THE TASK →
Write the data out again exactly, dropping any images it holds.

DATA →
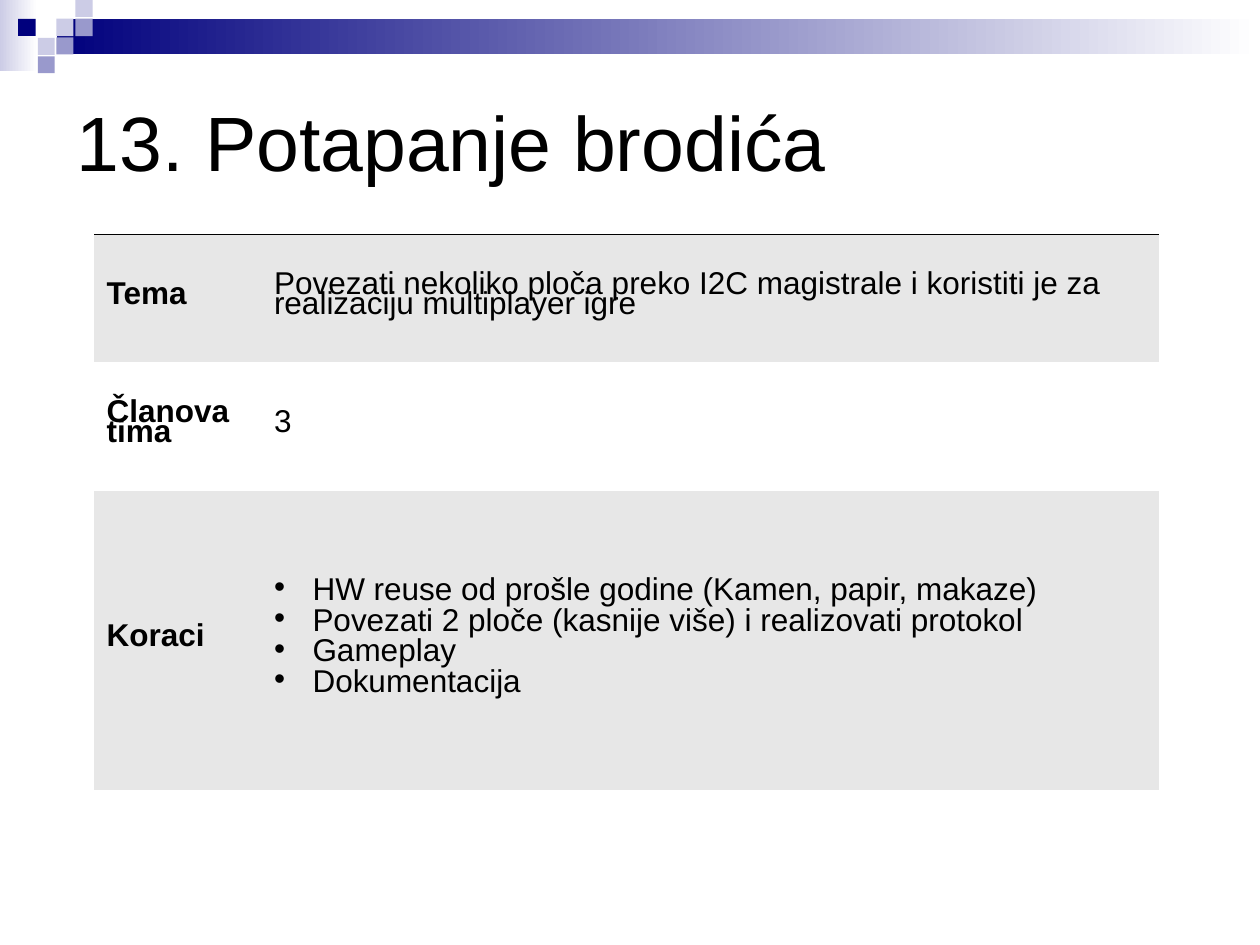
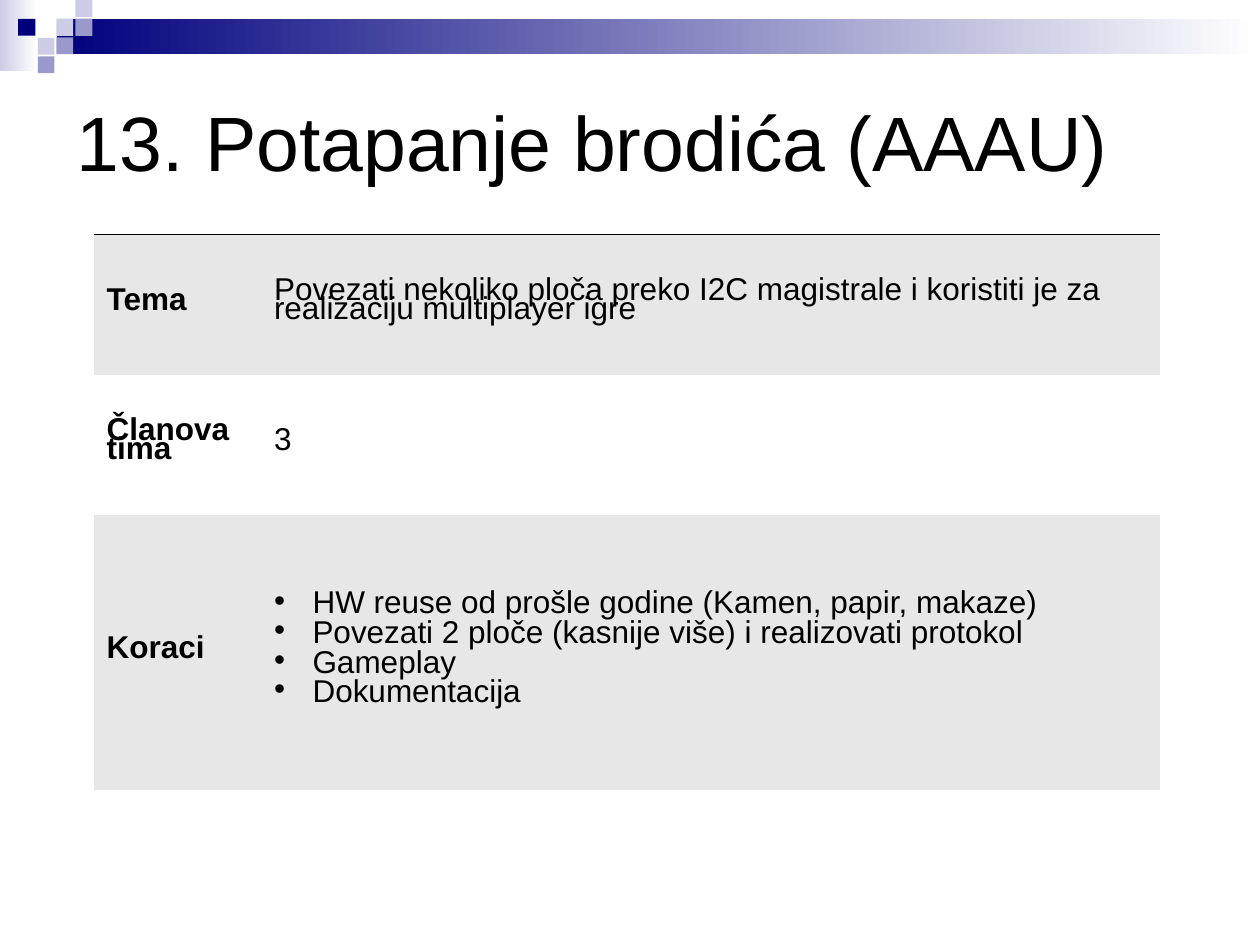
Before and after one commit to stefankoncarevic/projects_2018, a slide deck: slide 15 of LPRS2_projekti.ppt. Drawn at 1260x945 pixels with LibreOffice and Linux fonts; fonts in the diff are those of the drawing. Boxes give left, top, right and bottom in pixels: in the first picture for what was removed or moved away, otherwise in the second. Text is boxed around its words. In the diff, an @@ line names an element or a change of style, - is before the commit and + after.

```diff
--- a/LPRS2_projekti.ppt
+++ b/LPRS2_projekti.ppt
@@ text at bbox=[77, 114, 1108, 186]: text changed @@
-13. Potapanje brodića
+13. Potapanje brodića (AAAU)
@@ table at bbox=[94, 234, 1160, 790] @@
@@ line spacing 0.57 to 0.54 @@
```
Also in this commit, not shown: 19 other slides changed.

RESULT →
Before and after one commit to stefankoncarevic/projects_2018, a slide deck: slide 15 of LPRS2_projekti.ppt. Drawn at 1260x945 pixels with LibreOffice and Linux fonts; fonts in the diff are those of the drawing. Boxes give left, top, right and bottom in pixels: in the first picture for what was removed or moved away, otherwise in the second. Text is boxed around its words. In the diff, an @@ line names an element or a change of style, - is before the commit and + after.

```diff
--- a/LPRS2_projekti.ppt
+++ b/LPRS2_projekti.ppt
@@ text at bbox=[77, 114, 1108, 186]: text changed @@
-13. Potapanje brodića
+13. Potapanje brodića (AAAU)
@@ table at bbox=[94, 234, 1160, 790] @@
@@ line spacing 0.57 to 0.54 @@
```
Also in this commit, not shown: 19 other slides changed.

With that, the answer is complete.